How to deploy Windows 7 for business

Install Microsoft's new OS the right way

Migrating your PCs to Windows 7

You have probably already heard the news that XP cannot be upgraded in place to Windows 7, so your applications and data are not migrated. On a single system, that may be frustrating (although you could upgrade to Vista and then upgrade to Windows 7), but larger businesses don't do in place upgrades anyhow. For corporations, in place migration from XP is a nonissue, at least for the OS and the apps. Where there is an issue is migrating "personalities", the user settings and data from the old computer or image to the new one.
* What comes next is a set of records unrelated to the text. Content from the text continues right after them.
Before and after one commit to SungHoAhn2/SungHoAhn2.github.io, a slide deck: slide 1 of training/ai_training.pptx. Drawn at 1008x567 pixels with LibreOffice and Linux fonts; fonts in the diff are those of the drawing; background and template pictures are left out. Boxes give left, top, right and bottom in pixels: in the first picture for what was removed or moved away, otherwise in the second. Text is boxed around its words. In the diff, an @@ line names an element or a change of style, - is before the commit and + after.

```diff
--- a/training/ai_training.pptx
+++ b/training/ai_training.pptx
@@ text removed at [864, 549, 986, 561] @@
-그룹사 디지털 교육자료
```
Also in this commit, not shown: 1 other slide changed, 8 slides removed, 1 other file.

To aid that "personality" migration, Microsoft provides the User State Migration Toolkit (USMT) 4.0. It supports two migration scenarios. One is moving the data off a PC before Windows 7 is installed, then moving the data back afterward (called a PC refresh). The second, and depending on the age of your current desktops, possibly the more important scenario, is moving the files and settings to a new computer (called a PC replacement). USMT pulls information from the hard drive, the registry, and other Windows data and restores it to the refreshed or replaced system.
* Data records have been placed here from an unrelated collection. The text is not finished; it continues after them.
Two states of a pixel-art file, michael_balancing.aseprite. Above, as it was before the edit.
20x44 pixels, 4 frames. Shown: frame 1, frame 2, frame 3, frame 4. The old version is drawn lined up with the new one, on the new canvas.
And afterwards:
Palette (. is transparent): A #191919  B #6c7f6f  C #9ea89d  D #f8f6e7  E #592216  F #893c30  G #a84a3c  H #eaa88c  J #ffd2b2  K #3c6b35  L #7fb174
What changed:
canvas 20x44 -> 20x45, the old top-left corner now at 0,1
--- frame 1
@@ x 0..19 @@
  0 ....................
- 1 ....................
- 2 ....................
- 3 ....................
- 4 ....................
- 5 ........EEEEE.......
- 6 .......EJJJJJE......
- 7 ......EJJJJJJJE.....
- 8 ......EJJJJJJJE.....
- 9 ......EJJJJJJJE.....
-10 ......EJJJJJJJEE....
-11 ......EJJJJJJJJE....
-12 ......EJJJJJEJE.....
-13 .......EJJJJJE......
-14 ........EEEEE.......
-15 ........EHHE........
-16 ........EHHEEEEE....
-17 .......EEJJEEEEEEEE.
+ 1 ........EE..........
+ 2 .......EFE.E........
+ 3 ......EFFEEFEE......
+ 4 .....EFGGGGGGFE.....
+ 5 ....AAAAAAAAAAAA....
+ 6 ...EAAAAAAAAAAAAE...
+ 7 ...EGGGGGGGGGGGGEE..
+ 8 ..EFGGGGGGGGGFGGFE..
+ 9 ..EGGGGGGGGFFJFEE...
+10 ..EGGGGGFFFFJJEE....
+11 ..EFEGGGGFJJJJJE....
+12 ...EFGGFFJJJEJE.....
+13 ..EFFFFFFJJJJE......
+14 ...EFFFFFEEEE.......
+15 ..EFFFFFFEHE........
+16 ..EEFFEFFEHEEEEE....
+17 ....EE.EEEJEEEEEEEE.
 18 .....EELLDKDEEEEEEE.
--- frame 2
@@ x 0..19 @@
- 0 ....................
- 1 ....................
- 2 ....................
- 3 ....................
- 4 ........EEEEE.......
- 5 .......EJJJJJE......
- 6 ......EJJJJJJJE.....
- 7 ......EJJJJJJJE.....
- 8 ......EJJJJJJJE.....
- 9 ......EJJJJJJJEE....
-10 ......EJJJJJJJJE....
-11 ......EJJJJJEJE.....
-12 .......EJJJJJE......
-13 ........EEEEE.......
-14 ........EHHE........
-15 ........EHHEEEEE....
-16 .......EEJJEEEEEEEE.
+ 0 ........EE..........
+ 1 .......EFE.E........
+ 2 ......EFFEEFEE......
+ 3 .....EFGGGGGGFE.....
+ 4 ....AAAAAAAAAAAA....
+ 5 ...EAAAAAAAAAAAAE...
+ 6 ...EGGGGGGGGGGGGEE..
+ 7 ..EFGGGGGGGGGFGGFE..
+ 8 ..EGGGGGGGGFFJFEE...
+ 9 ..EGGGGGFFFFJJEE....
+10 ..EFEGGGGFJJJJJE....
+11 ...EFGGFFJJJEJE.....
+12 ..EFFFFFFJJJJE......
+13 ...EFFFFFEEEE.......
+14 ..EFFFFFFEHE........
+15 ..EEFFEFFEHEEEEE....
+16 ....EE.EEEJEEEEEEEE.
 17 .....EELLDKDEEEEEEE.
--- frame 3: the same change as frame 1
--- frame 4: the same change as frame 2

The Microsoft Windows Automated Installation Kit (AIK)

Automated Installation KitPart of working with the USMT involves the use of the Windows Automated Installation Kit (AIK) for Windows 7. This kit includes the USMT, the Windows System Image Manager (SIM), to create unattended XML answer files, the ImageX tool, to capture and apply images, the Deployment Image Service and Management (DISM) tool, to manage your images by adding and removing drivers, language packs, and patches, and the Windows Preinstallation Environment (WinPE 3.0), to create the OS image you want to deploy.

The Microsoft Deployment Image Service and Management (DISM) tool

Deployment Image Service and ManagementNote that Microsoft bills the Windows System Image Manager as being able to manage distribution shares, which it technically can manage, but the better tool for doing this is Microsoft Deployment Toolkit (MDT) 2010. Also, note that Imagex is not the right tool to manage or modify Windows 7 images. DISM (shown at right) is a better choice, but DISM cannot capture or apply an image, only ImageX can do that.
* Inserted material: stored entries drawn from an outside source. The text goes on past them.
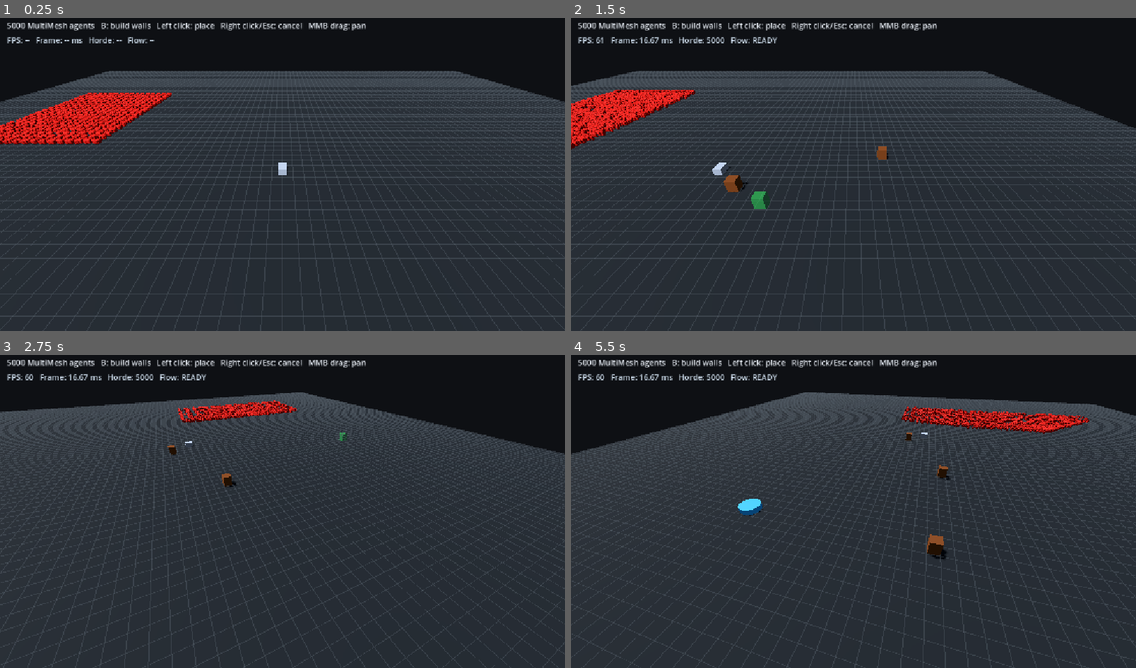
Above: before the commit, frames 1-4 (two rows, left to right).
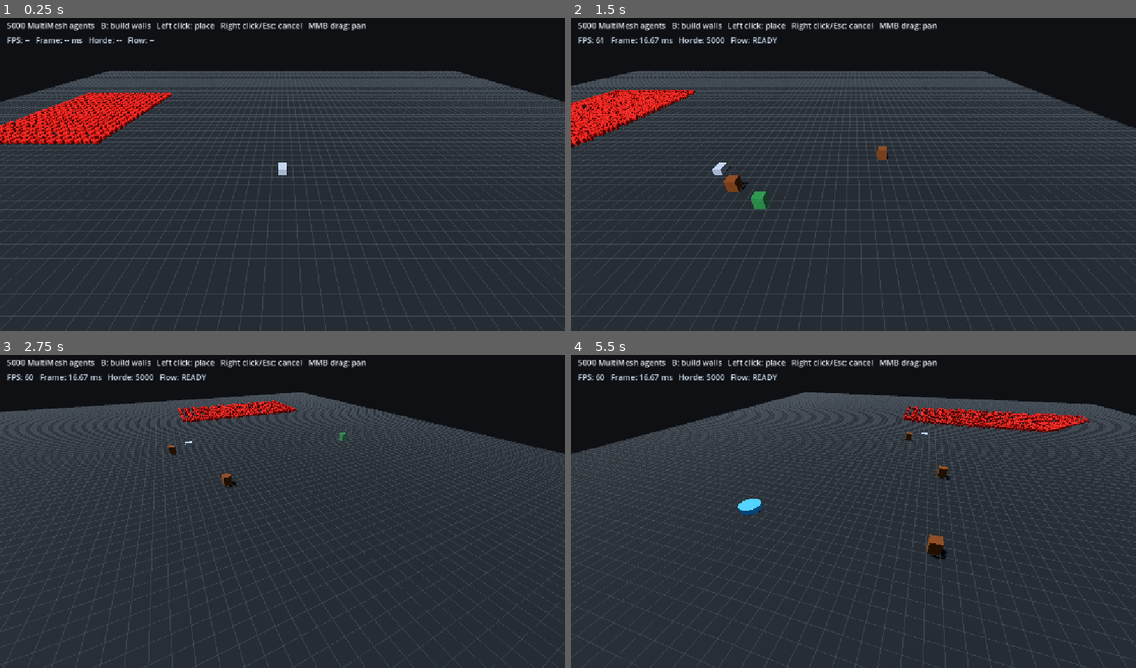
Above: after the commit, the same moments.

Repository: CaptainTiki/HordeLab
Game: Godot game, scene res://scenes/main.tscn
Same seed, same stepped clock (60 frames per second), same inputs: the game is played once before the commit and once after it.
Inputs (mouse positions are in pixels of both pictures, inside the frame that each line leads up to):
- Up to frame 1 (0.25 s): no input
- Up to frame 2 (1.5 s): tap Enter at 0.5 s; move the mouse to (977, 155) at 0.52 s; hold D 0.53-1.25 s; tap B at 0.6 s; click (977, 155) at 0.67 s; drag from (740, 187) to (825, 237) at 1.27 s
- Up to frame 3 (2.75 s): move the mouse to (339, 439) at 2.02 s; hold D from 2.03 s (still down); hold Q from 2.03 s (still down)
- Up to frame 4 (5.5 s): release D at 2.75 s; release Q at 2.75 s; drag from (825, 574) to (684, 461) at 2.77 s; move the mouse to (1023, 558) at 3.52 s; hold A 3.53-4.25 s; tap B at 3.6 s; drag from (684, 461) to (768, 430) at 4.27 s; move the mouse to (881, 508) at 5.02 s; hold S from 5.03 s (still down); hold Q from 5.03 s (still down); click (881, 508) at 5.17 s

The runs differ from the first frame. In frame 1, less than 0.1% of the frame differs, in the area x 0-31%, y 23-41%; in frame 2, 1.2%; in frame 3, 0.6%; in frame 4, 1.2%, in the area x 58-92%, y 16-26%.

Commit message:
Run horde simulation on fixed 30 Hz tick

Diff:
--- a/scripts/horde_simulation.gd
+++ b/scripts/horde_simulation.gd
@@ -7,6 +7,7 @@
 @export var flow_field_path: NodePath
 @export var agent_count: int = 1000
 @export var move_speed: float = 6.0
+@export var simulation_hz: float = 30.0
 @export var spawn_center: Vector3 = Vector3(-58.0, 0.75, -30.0)
 @export var spawn_extents: Vector2 = Vector2(16.0, 20.0)
 @export var agent_radius: float = 0.32
@@ -26,6 +27,8 @@
 var density: PackedInt32Array = PackedInt32Array()
 var reservations: PackedInt32Array = PackedInt32Array()
 var density_timer: float = 0.0
+var simulation_accumulator: float = 0.0
+var last_simulation_ms: float = 0.0
 var multimesh_instance: MultiMeshInstance3D
 var multimesh: MultiMesh
 var rng: RandomNumberGenerator = RandomNumberGenerator.new()
@@ -42,12 +45,25 @@
 	_upload_all_transforms()
 
 func _process(delta: float) -> void:
-	density_timer += delta
+	var tick_interval: float = 1.0 / maxf(simulation_hz, 1.0)
+	simulation_accumulator += delta
+	if simulation_accumulator < tick_interval:
+		return
+
+	# Never run an unbounded catch-up loop after a slow frame. One horde tick per
+	# rendered frame is the maximum; excess accumulated time is discarded.
+	simulation_accumulator = fmod(simulation_accumulator, tick_interval)
+	var start_usec: int = Time.get_ticks_usec()
+	_simulate_tick(tick_interval)
+	last_simulation_ms = float(Time.get_ticks_usec() - start_usec) / 1000.0
+
+func _simulate_tick(step_delta: float) -> void:
+	density_timer += step_delta
 	if density_timer >= density_update_interval:
 		density_timer = fmod(density_timer, density_update_interval)
 		_rebuild_density()
 
-	var max_step: float = move_speed * delta
+	var max_step: float = move_speed * step_delta
 	for index: int in range(positions.size()):
 		var position: Vector3 = positions[index]
 		var current_cell: Vector2i = grid.world_to_cell(position)
@@ -60,23 +76,22 @@
 			target_cell = _choose_next_cell(index, current_cell)
 			target_cells[index] = target_cell
 
-		if target_cell != INVALID_CELL and target_cell != current_cell or target_cell == current_cell:
-			var target: Vector3 = grid.cell_to_world(target_cell)
-			var lane_offset: Vector2 = lane_offsets[index]
-			target.x += lane_offset.x
-			target.z += lane_offset.y
-			target.y = position.y
-			var offset: Vector3 = target - position
-			var distance: float = offset.length()
+		var target: Vector3 = grid.cell_to_world(target_cell)
+		var lane_offset: Vector2 = lane_offsets[index]
+		target.x += lane_offset.x
+		target.z += lane_offset.y
+		target.y = position.y
+		var offset: Vector3 = target - position
+		var distance: float = offset.length()
 
-			if distance <= target_arrival_distance:
-				position = target
-				positions[index] = position
-				target_cells[index] = INVALID_CELL
-			elif distance > 0.001:
-				var step: float = minf(max_step, distance)
-				position += offset / distance * step
-				positions[index] = position
+		if distance <= target_arrival_distance:
+			position = target
+			positions[index] = position
+			target_cells[index] = INVALID_CELL
+		elif distance > 0.001:
+			var move_step: float = minf(max_step, distance)
+			position += offset / distance * move_step
+			positions[index] = position
 
 		multimesh.set_instance_transform(index, Transform3D(Basis.IDENTITY, position))

Also note that these migration tools, especially AIK, are difficult to use so you may need to bring in a migration consultant.

You can deploy Windows 7 images over the network if you use Windows Server 2008 and combine MDT with the Windows Server 2008 service called Windows Deployment Service (WDS). MDT and WDS are usually thought of as competing deployment tools, but in fact they can be used together, as Rhonda Layfield, a consultant who is also a Microsoft MVP for Deployment and Desktop Deployment Product specialist, explained to me.

When you use MDT to deploy Windows 7, you have to create the OS image, called a WinPE. You boot from the WinPE, then run its installation program. WinPE can be booted from a CD, DVD, external hard drive, or WDS server. To boot from a WDS server, hold F12 when starting up the client PC. This creates a Trivial FTP connection to the WDS server's UNC share. Choose WinPE, and MDT installs the OS image on the client.

You can also use WDS with MDS if you want to multicast the OS image (MDT supports only unicasting, or one to one connections between the server and a client). By telling MDT to use the WDS multicast protocol, WDS sends the WinPE image to multiple clients, and MDT runs the WinPE image at each client.